Re: Hardware Progess: $165/Gflop

From: J. Andrew Rogers (
Date: Sat Jan 03 2004 - 10:55:06 MST

On 1/2/04 8:30 PM, "Marcos Guillen" <> wrote:
> - Memory throughput is vital, you'll do much better with less memory per
> node and a faster processors with a faster bus, preferable capable of 400
> Mhz DDRAM.

While I share a strong preference for the fastest memory possible, having
smaller quantities of faster memory is an untenable trade-off for many
applications. I would actually trade CPU performance for more and faster

> - Giga Ethernet card is not that expensive, and is very handy while working
> with fast pathways for visual and auditory cortex related nodes.

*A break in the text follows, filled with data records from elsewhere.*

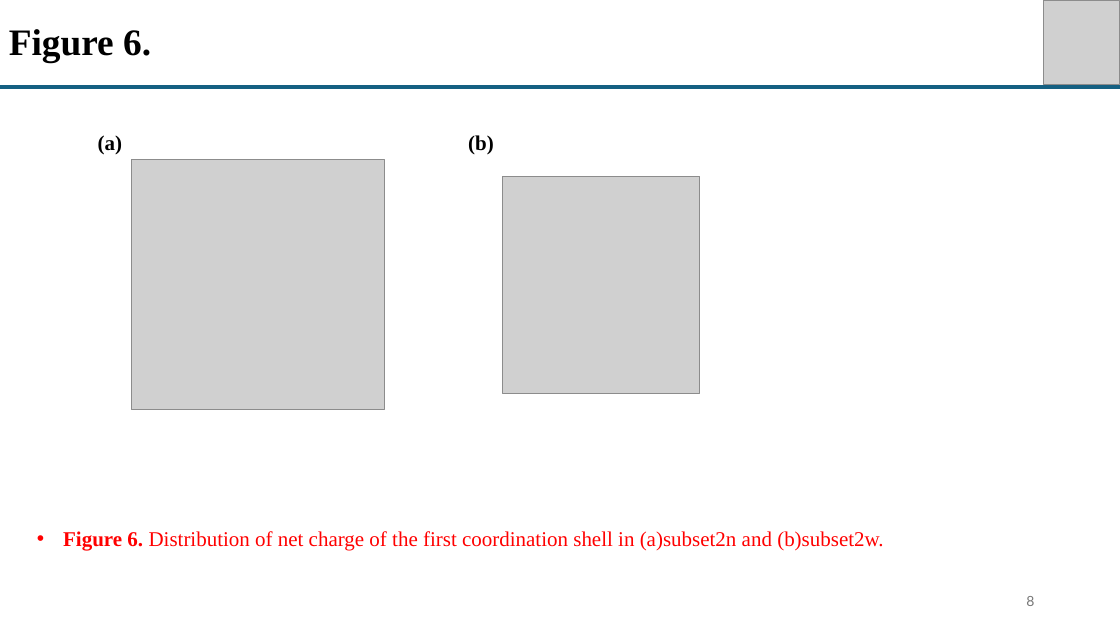
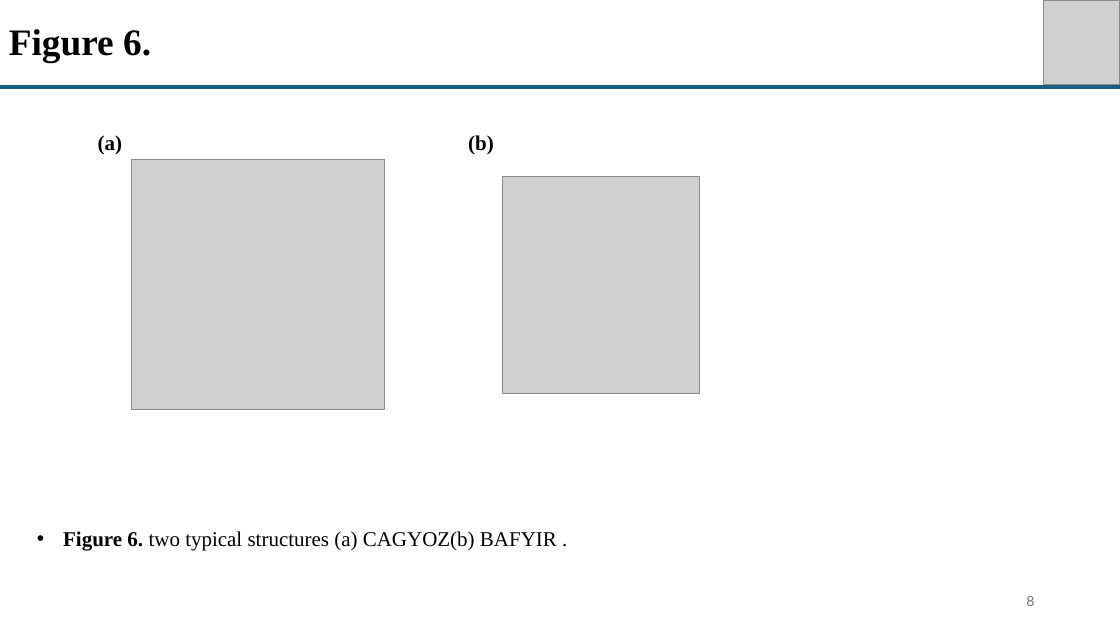
Before and after one commit to sheinlee/nitrate_and_water_in_csd, a slide deck: slide 8 of Figure in paper 2.pptx. Drawn at 1120x630 pixels with LibreOffice and Linux fonts; fonts in the diff are those of the drawing; grey boxes stand for pictures. Boxes give left, top, right and bottom in pixels: in the first picture for what was removed or moved away, otherwise in the second. Text is boxed around its words. In the diff, an @@ line names an element or a change of style, - is before the commit and + after.

```diff
--- a/Figure in paper 2.pptx
+++ b/Figure in paper 2.pptx
@@ text at (x1=63, y1=531, x2=557, y2=551): text changed; text colour #FF0000 to #000000 @@
-• Figure 6. Distribution of net charge of the first coordination shell in (a)subset2n and (b)subset2w.
+• Figure 6. two typical structures (a) CAGYOZ(b) BAFYIR .
```
Also in this commit, not shown: 2 other slides changed, 2 other files.

The latency is still problematic though. Few applications find FastE to
have inadequate bandwidth that also do not find Ethernet (GigE or otherwise)
to have inadequate latency performance.

> Finally, the "Gflops" figure is tricky. You are not going to be dealing with
> 64bit operations, but mostly with 8bit operations, so good old
> Linpack test becomes almost meaningless.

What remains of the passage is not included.